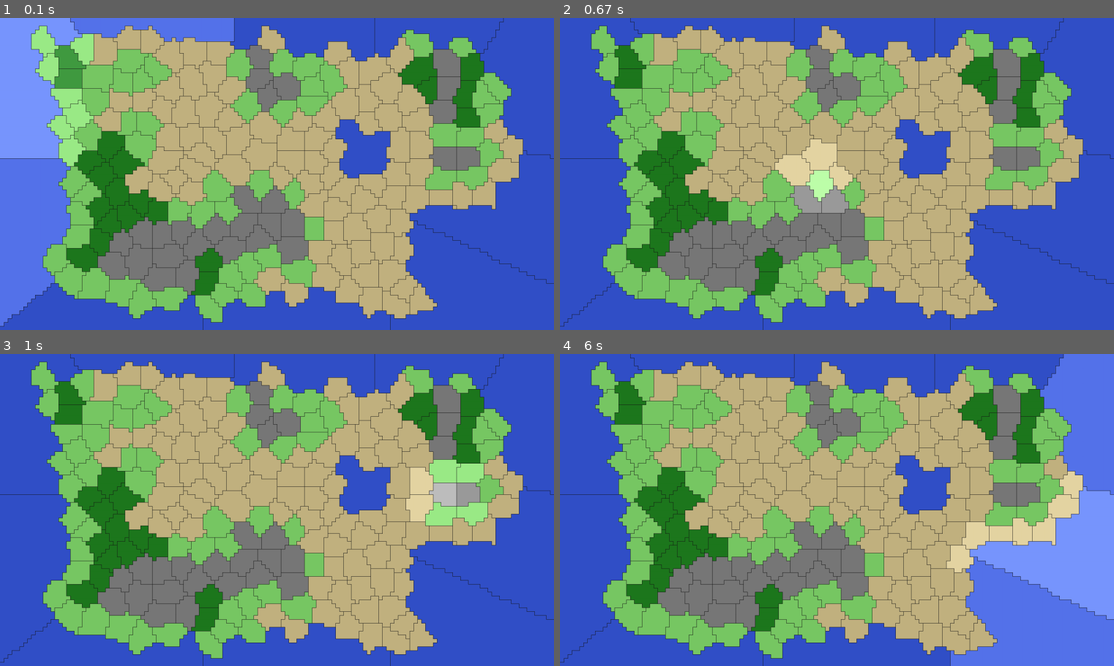
Above: before the commit, frames 1-4 (two rows, left to right).
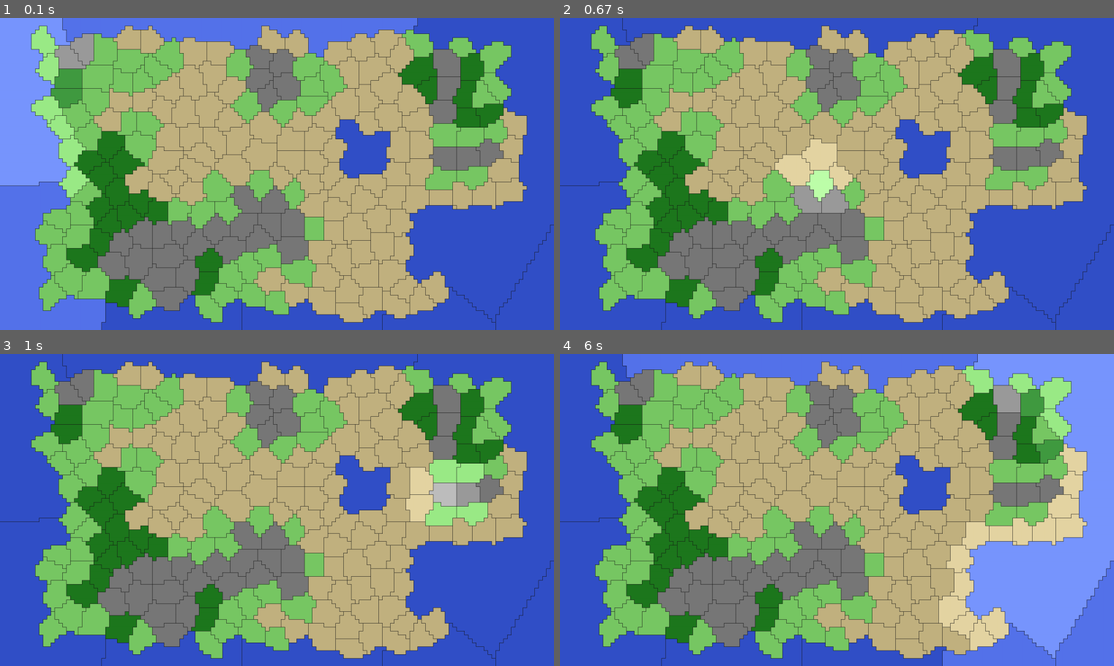
Above: after the commit, the same moments.

Repository: capdevillex/proj_info
Game: pygame game, started from legacy/main.py
Two runs of this game, one before a commit and one after it. Both use one fixed random seed, a clock stepped at 60 frames per second and the inputs below.
Inputs (mouse positions are in pixels of both pictures, inside the frame that each line leads up to):
- Up to frame 1 (0.1 s): no input
- Up to frame 2 (0.67 s): hold D from 0.33 s (still down); move the mouse to (814, 186) at 0.37 s
- Up to frame 3 (1 s): release D at 0.8 s; hold D from 0.83 s (still down); move the mouse to (454, 500) at 0.87 s
- Up to frame 4 (6 s): release D at 1.3 s; hold S 1.33-1.8 s; move the mouse to (704, 513) at 1.37 s; hold D 1.83-2.47 s; move the mouse to (665, 463) at 1.87 s; hold S 2.5-2.97 s; move the mouse to (920, 400) at 2.53 s; hold D 3-3.47 s; move the mouse to (903, 538) at 3.03 s; hold D 3.5-3.97 s; move the mouse to (848, 403) at 3.53 s; hold S 4-4.47 s; move the mouse to (637, 500) at 4.03 s; hold D 4.5-5.13 s; move the mouse to (842, 544) at 4.53 s; hold S 5.17-5.63 s; move the mouse to (820, 456) at 5.2 s; hold D from 5.67 s (still down); move the mouse to (981, 559) at 5.7 s

The runs differ from the first frame. In frame 1, 14% of the frame differs, in the area x 0-100%, y 0-100%; in frame 2, 8.5%; in frame 3, 8.5%; in frame 4, 23%.

Commit message:
refactor and cleaning: optimize rendering pipeline and improve map generation configuration
- Add water cluster filtering and connection logic to config (MIN_WATER_CLUSTER_SIZE, WATER_CONNECT_MIN_SIZE, WATER_BRIDGE_MAX_HOPS)
- Increase BORDER_STRENGTH to 2.75 for improved map generation
- Implement resource image caching and crop_alpha utility to reduce rendering overhead
- Add unit image caching system with get_unit_image method for better performance
- Refactor resource scaling values (gold 1→1.7, iron 1→1.7, stone 1.75→2.3, wood 1.3→2.2)
- Improve resource rendering with aspect ratio preservation and dynamic sizing based on resource quantity
- Fix camera clamping to account for UI sidebar and status bar dimensions
- Clean up imports in main.py and remove unused TurnManager initialization
- Remove duplicate ui_manager.draw call in render loop
- Update To_Do.txt with completed optimization tasks and new map generation issues
- Delete world/clock.py (functionality consolidated in GameEngine)

Diff:
--- a/To_Do.txt
+++ b/To_Do.txt
@@ -4,6 +4,7 @@
     Ajouter FOW (après déplacement unit) (V: in progress)
     Développer système de combat
     Ajouter un Point de Vue (Admin/Player) pour pouvoir bouger/spawner des ennemies
+    Fix génération : carte "moche" (eau et mini-lacs) pour la seed 872, 165 (BORDER_STRENGTH = 2.25)
 
 =======
     Combat basique (sans edge-case terrain)
@@ -60,3 +61,5 @@
 X : Combat basique (sans edge-case terrain)
 V : Amélioration du rendu des ressources
 V : Optimisation FPS
+V : Nettoyage du code
+V : Optimisation rendu à l'aide de caches dans Renderer
--- a/config.py
+++ b/config.py
@@ -13,6 +13,15 @@
     SCREEN_HEIGHT = HEIGHT * TILE_SIZE
 
     LOG_MAP_GENERATION = True
+    BORDER_STRENGTH = 2.75
+    DESERT_HEAT_THRESHOLD = 0.15
+    # Taille minimale d'un cluster d'eau (en nombre de tuiles) pour être conservé. Les groupes connexes
+    # de tuiles d'eau dont la taille est <= à cette valeur seront convertis en biome terrestre.
+    MIN_WATER_CLUSTER_SIZE = 2
+    # Taille minimale d'une masse d'eau pour tenter de la relier à une voisine.
+    WATER_CONNECT_MIN_SIZE = 8
+    # Distance maximale (en sauts de tuile) entre deux masses d'eau pour les relier.
+    WATER_BRIDGE_MAX_HOPS = 3
 
     BIOME_COLORS = {
         Biome.BLANK: (0, 0, 0),
--- a/ui/camera.py
+++ b/ui/camera.py
@@ -61,8 +61,8 @@
         self.y += (self.dy / self.zoom) * dt
 
         # clamp caméra
-        max_x = max(0, game_map.width * tile_size - window_w / self.zoom)
-        max_y = max(0, game_map.height * tile_size - window_h / self.zoom)
+        max_x = max(0, game_map.width * tile_size - (window_w - gc.SIDEBAR_WIDTH) / self.zoom)
+        max_y = max(0, game_map.height * tile_size - (window_h - gc.STATUS_H) / self.zoom)
 
         self.x = max(0, min(self.x, max_x))
         self.y = max(0, min(self.y, max_y))
--- a/ui/main.py
+++ b/ui/main.py
@@ -1,19 +1,18 @@
 import random
 import pygame
+
 from pathlib import Path
 
 from config import GameConfig as gc
 from core.game_state import GameState
 from core.game_engine import GameEngine
-from world.clock import TurnManager
-from ui.camera import Camera, world_to_screen
+from ui.camera import Camera
 from ui.renderer import RenderPipeline
 from ui.ui_manager import UIManager
 from ui.ui_utils import get_hovered_tile, compute_tile_size
 from world.unit import Unit, UnitType
-from world.biome import Biome
 from world.selector import UnitSelector
-from core.systems.movement import Movement
+
 
 pygame.init()
 
@@ -51,7 +50,6 @@
     selected_enn_unit_water_affinity = False
 
     running = True
-    turn_manager = TurnManager()
     game_map = gs.map
 
     fps_smooth = 60.0
@@ -212,8 +210,6 @@
         screen.fill((6, 8, 14))
         renderer.render(screen, gs, camera, tile_size, hovered_tile, dt)
 
-        ui_manager.draw(screen, selected_unit_type)
-
         # Afficher les zones de mouvement et de combat pour l'unité sélectionnée
         if unit_selector.is_unit_selected():
             reachable = unit_selector.get_reachable_tiles()
--- a/ui/renderer.py
+++ b/ui/renderer.py
@@ -2,6 +2,7 @@
 from typing import Optional
 
 import pygame
+from pygame import base
 
 from ui.camera import world_to_screen
 from world.resources import Resource
@@ -13,13 +14,19 @@
 img_path = Path(".") / "img"
 
 resource_scaling = {
-    "gold": 1,
-    "iron": 1,
-    "stone": 1.75,
-    "wood": 1.3,
+    "gold": 1.7,
+    "iron": 1.7,
+    "stone": 2.3,
+    "wood": 2.2,
     "food": 2,
     "default": 1.0,
 }
+
+
+def crop_alpha(surface):
+    """Recadre une surface SRCALPHA à son contenu non-transparent."""
+    rect = surface.get_bounding_rect()
+    return surface.subsurface(rect).copy()
 
 
 class RenderPipeline:
@@ -50,13 +57,16 @@
             UnitType.BABY: pygame.image.load(img_path / "baby.png").convert_alpha(),
         }
         self.default_image = pygame.image.load(img_path / "soldat.png").convert_alpha()
+        self.unit_cache = {}
 
         # dico avec les images des ressources
         self.rsrc_img = {
-            r: pygame.image.load(img_path / (r.value + ".png")).convert_alpha()
+            r: crop_alpha(pygame.image.load(img_path / (r.value + ".png")).convert_alpha())
             for r in Resource
             if r != Resource.NONE
         }
+
+        self._scaled_cache = {}
 
         # Couleurs pour les différents propriétaires de villes
         self.owner_colors = [
@@ -71,6 +81,7 @@
     def clear_cache(self):
         """Vide les surfaces mises en cache pour forcer un recalcul total."""
         self.tile_highlights = {}
+        self._scaled_cache = {}
         self.map_dirty = True
         self.border_dirty = True
         self.city_dirty = True
@@ -85,6 +96,15 @@
         """Retourne la couleur associée à un propriétaire."""
         return self.owner_colors[owner_id % len(self.owner_colors)]
 
+    def get_unit_image(self, unit, size):
+        """Retourne l'image redimensionnée pour une unité donnée."""
+        key = (unit.unit_type, size)
+        if key not in self.unit_cache:
+            base_image = self.unit_images.get(unit.unit_type, self.default_image)
+            scaled_img = pygame.transform.scale(base_image, (size, size))
+            self.unit_cache[key] = scaled_img
+        return self.unit_cache[key]
+
     def build_map_sf(self, game_map, tile_size):
         """Méthode de pré-render, prépare la surface Pygame sur laquelle rendre la carte"""
         width_px = game_map.width * tile_size
@@ -114,16 +134,24 @@
                 scale_factor = resource_scaling.get(
                     tile.resource.value[:-1], resource_scaling["default"]
                 )
-                target_size = int(tile_size * scale_factor * 3 * scale)
+                target_size = int(
+                    tile_size * scale_factor * scale * int(tile.resource.value[-1]) ** 0.5
+                )
                 base_img = self.rsrc_img[tile.resource]
-                img = pygame.transform.scale(base_img, (target_size, target_size))
+                img = pygame.transform.scale(
+                    base_img,
+                    (target_size, target_size * base_img.get_height() // base_img.get_width()),
+                )
                 world_x = tile.center[0] * tile_size * scale
                 world_y = tile.center[1] * tile_size * scale
                 surface.blit(
                     img,
                     (
                         int(world_x - target_size // 2),
-                        int(world_y - target_size // 2),
+                        int(
+                            world_y
+                            - target_size * base_img.get_height() // base_img.get_width() // 2
+                        ),
                     ),
                 )
             except Exception as e:
@@ -327,8 +355,8 @@
             screen_x, screen_y = world_to_screen(world_x, world_y, cam.x, cam.y, cam.zoom)
 
             # Arrondir pour mieux centrer
-            screen_x = round(screen_x)
-            screen_y = round(screen_y)
+            screen_x = int(screen_x)
+            screen_y = int(screen_y)
 
             # Dessiner chaque unité
             for unit in tile.units:
@@ -337,10 +365,12 @@
 
                 # 2. Calculer la taille souhaitée
                 base_diameter = unit.get_size() * 2
-                scaled_size = max(1, int(base_diameter * cam.zoom))
+                # quantization pour améliorer les performances du cache et éviter les tailles d'image trop petites
+                scaled_size = (base_diameter * cam.zoom // 4) * 4
+                scaled_size = max(1, scaled_size)
 
                 # 3. Redimensionner LA bonne image
-                scaled_img = pygame.transform.scale(base_image, (scaled_size, scaled_size))
+                scaled_img = self.get_unit_image(unit, scaled_size)
 
                 # 4. Centrer et afficher
                 img_rect = scaled_img.get_rect(center=(screen_x, screen_y))
@@ -368,8 +398,8 @@
 
             # Convertir en coordonnées écran
             screen_x, screen_y = world_to_screen(world_x, world_y, cam.x, cam.y, cam.zoom)
-            screen_x = round(screen_x)
-            screen_y = round(screen_y)
+            screen_x = int(screen_x)
+            screen_y = int(screen_y)
 
             # Afficher le nom de la ville si le zoom est suffisant
             if cam.zoom > 0.6:
@@ -381,9 +411,6 @@
                 bg_sf = pygame.Surface((bg_rect.width, bg_rect.height), pygame.SRCALPHA)
                 bg_sf.fill((0, 0, 0, 200))
                 screen.blit(bg_sf, bg_rect)
-
-                screen.blit(city_name_sf, name_rect)
-
                 screen.blit(city_name_sf, name_rect)
 
     def render(self, screen, game_state, cam, tile_size, hovered_tile, dt):
@@ -431,13 +458,11 @@
         offset_y = (clipped.y - view_rect.y) * cam.zoom
 
         sub = self.map_sf.subsurface(clipped)
-        scaled = pygame.transform.scale(
-            sub,
-            (
-                int(clipped.width * cam.zoom),
-                int(clipped.height * cam.zoom),
-            ),
-        )
+        cache_key = (round(cam.zoom, 3), clipped.topleft, clipped.size)
+        target_size = (int(clipped.width * cam.zoom), int(clipped.height * cam.zoom))
+        if cache_key not in self._scaled_cache:
+            self._scaled_cache[cache_key] = pygame.transform.scale(sub, target_size)
+        scaled = self._scaled_cache[cache_key]
         screen.blit(scaled, (offset_x, offset_y))
 
         # Rendu des ressources (pré-render)
@@ -536,7 +561,9 @@
         offset_x, offset_y = self.last_offset
 
         # Créer UNE surface overlay
-        overlay_sf = pygame.Surface(screen.get_size(), pygame.SRCALPHA)
+        if self._overlay_sf is None or self._overlay_sf.get_size() != screen.get_size():
+            self._overlay_sf = pygame.Surface(screen.get_size(), pygame.SRCALPHA)
+        self._overlay_sf.fill((0, 0, 0, 0))
 
         for tile_id in reachable_tile_ids:
             tile = game_map.tiles[tile_id]
@@ -559,13 +586,13 @@
 
                 # Dessiner LE RECTANGLE BLEU directement
                 pygame.draw.rect(
-                    overlay_sf,
+                    self._overlay_sf,
                     (100, 150, 255, 80),
                     (int(screen_x), int(screen_y), rect_width, rect_height),
                 )
 
         # Blitter l'overlay sur l'écran UNE SEULE FOIS
-        screen.blit(overlay_sf, (0, 0))
+        screen.blit(self._overlay_sf, (0, 0))
 
     def render_attackable_tiles(self, screen, game_map, cam, tile_size, attackable_tile_ids):
         """Affiche un overlay rouge transparent sur les tuiles attaquables (combat avec unités ennemies)."""
--- a/ui/ui_manager.py
+++ b/ui/ui_manager.py
@@ -179,13 +179,17 @@
         # Fin du tour, bas droite
         self.next_turn_button.set_position(
             sw - self.next_turn_button.rect.width - 16,
-            sh - self.next_turn_button.rect.height - 16,
+            sh - self.next_turn_button.rect.height - 16 - gc.STATUS_H,
         )
 
         # Quitter, bas droite, au-dessus
         self.quit_button.set_position(
             sw - self.quit_button.rect.width - 16,
-            sh - self.next_turn_button.rect.height - self.quit_button.rect.height - 24,
+            sh
+            - self.next_turn_button.rect.height
+            - self.quit_button.rect.height
+            - 24
+            - gc.STATUS_H,
         )
 
     def _sidebar_action_y(self, index):
@@ -405,7 +409,7 @@
 
         player_colors = [(80, 130, 210), (210, 80, 70), (70, 190, 100)]
         pc_text = _lerp_color(C_TEXT_DIM, player_colors[player % 3], 1.0)
-        t2 = self._fnt_tiny.render(f"Joueur {player + 1}", True, pc_text)
+        t2 = self._fnt_small.render(f"Joueur {player + 1}", True, pc_text)
         screen.blit(t2, (panel_x + 12, panel_y + 26))
 
     # Gestion des clics
--- a/world/city.py
+++ b/world/city.py
@@ -15,7 +15,7 @@
         owner (int): ID du joueur propriétaire de la ville.
         tile_ids (Set[int]): Ensemble des IDs des tuiles contrôlées par la ville.
         center_tile_id (int): ID de la tuile centrale où se trouve la ville.
-        production (Dict[str, float]): Production de ressources par tour.
+        production (Dict[str, float]): Production de ressources au tour courant.
     """
 
     _next_id = 0
--- a/world/clock.py
+++ /dev/null
@@ -1,16 +0,0 @@
-class TurnManager:
-    def __init__(self):
-        self.current_turn = 1
-
-    def next_turn(self, game_map):
-        self.current_turn += 1
-        print(f"\nET attention pour le changement de tour !\nTour N°{self.current_turn} !")
-
-        for tile in game_map.tiles.values():
-            for unit in tile.units:
-                unit.reset_movement()
-
-        # C'est ici (plus tard) qu''on pourras dire :
-        # - Redonner des points de mouvement aux unités
-        # - Récolter l'or des villes
-        # - Soigner les unités, etc.
--- a/world/map.py
+++ b/world/map.py
@@ -71,6 +71,7 @@
 from scipy.spatial import KDTree
 
 
+from config import GameConfig as gc
 from world.tile import Tile
 from world.resources import Resource
 from world.biome import Biome
@@ -78,15 +79,6 @@
 
 VORONOI_AREA_CORRECTION = 1.556  # facteur de correction empirique
 
-# Taille minimale d'un cluster d'eau (en nombre de tuiles) pour être conservé. Les groupes connexes
-# de tuiles d'eau dont la taille est <= à cette valeur seront convertis en biome terrestre.
-MIN_WATER_CLUSTER_SIZE = 2
-
-# Taille minimale d'une masse d'eau pour tenter de la relier à une voisine.
-WATER_CONNECT_MIN_SIZE = 8
-
-# Distance maximale (en sauts de tuile) entre deux masses d'eau pour les relier.
-WATER_BRIDGE_MAX_HOPS = 3
 
 BIOME_RESOURCE_MAP = {
     Biome.WATER: [],  # 100% NONE implicite
@@ -392,7 +384,7 @@
 
         # Seuil au-dessus duquel une cellule de plaine devient désert.
         # ~0.15 donne environ 9% de déserts, ce qui est rare mais visible.
-        DESERT_HEAT_THRESHOLD = 0.15
+        DESERT_HEAT_THRESHOLD = gc.DESERT_HEAT_THRESHOLD  # 0.15 dans config.py
 
         # stats pour les biomes
         water_ct = 0
@@ -410,7 +402,7 @@
                 # ajout d'un gradient négatif qui part des bords de la carte et vers le centre
                 nx = 1 - (2 * x / self.width - 1 + 10**-5) ** 2
                 ny = 1 - (2 * y / self.height - 1 + 10**-5) ** 2
-                deniv = min(math.log(2.25 * min(nx, ny)), 0.1)
+                deniv = min(math.log(gc.BORDER_STRENGTH * min(nx, ny)), 0.1)
                 n += 0.7 * deniv
 
                 if n < -0.225:
@@ -616,7 +608,7 @@
         small_ids: set = set()
         large_components: List[List[int]] = []
         for comp in components:
-            if len(comp) <= MIN_WATER_CLUSTER_SIZE:
+            if len(comp) <= gc.MIN_WATER_CLUSTER_SIZE:
                 small_ids.update(comp)
                 # self._log(f"[water] micro-cluster supprimé ({len(comp)} tuile(s))")
             else:
@@ -627,7 +619,7 @@
 
         # Passe 2 : relier les masses d'eau significatives proches
         # On ne tente de relier que les composantes >= WATER_CONNECT_MIN_SIZE.
-        significant = [c for c in large_components if len(c) >= WATER_CONNECT_MIN_SIZE]
+        significant = [c for c in large_components if len(c) >= gc.WATER_CONNECT_MIN_SIZE]
 
         if len(significant) < 2:
             self._log(
@@ -658,7 +650,7 @@
                 while frontier and found is None:
                     cur = frontier.popleft()
                     cur_hops = land_hops[cur]
-                    if cur_hops > WATER_BRIDGE_MAX_HOPS:
+                    if cur_hops > gc.WATER_BRIDGE_MAX_HOPS:
                         continue
                     for nb in tile_adjacency[cur]:
                         if nb in prev:
::::::::::
• _Exercise instructions_
Using the entries above, return exactly the lines from the line with "- Up to frame 4" to the line with "The runs differ", counting both of those lines.

• _Answer below_
- Up to frame 4 (6 s): release D at 1.3 s; hold S 1.33-1.8 s; move the mouse to (704, 513) at 1.37 s; hold D 1.83-2.47 s; move the mouse to (665, 463) at 1.87 s; hold S 2.5-2.97 s; move the mouse to (920, 400) at 2.53 s; hold D 3-3.47 s; move the mouse to (903, 538) at 3.03 s; hold D 3.5-3.97 s; move the mouse to (848, 403) at 3.53 s; hold S 4-4.47 s; move the mouse to (637, 500) at 4.03 s; hold D 4.5-5.13 s; move the mouse to (842, 544) at 4.53 s; hold S 5.17-5.63 s; move the mouse to (820, 456) at 5.2 s; hold D from 5.67 s (still down); move the mouse to (981, 559) at 5.7 s

The runs differ from the first frame. In frame 1, 14% of the frame differs, in the area x 0-100%, y 0-100%; in frame 2, 8.5%; in frame 3, 8.5%; in frame 4, 23%.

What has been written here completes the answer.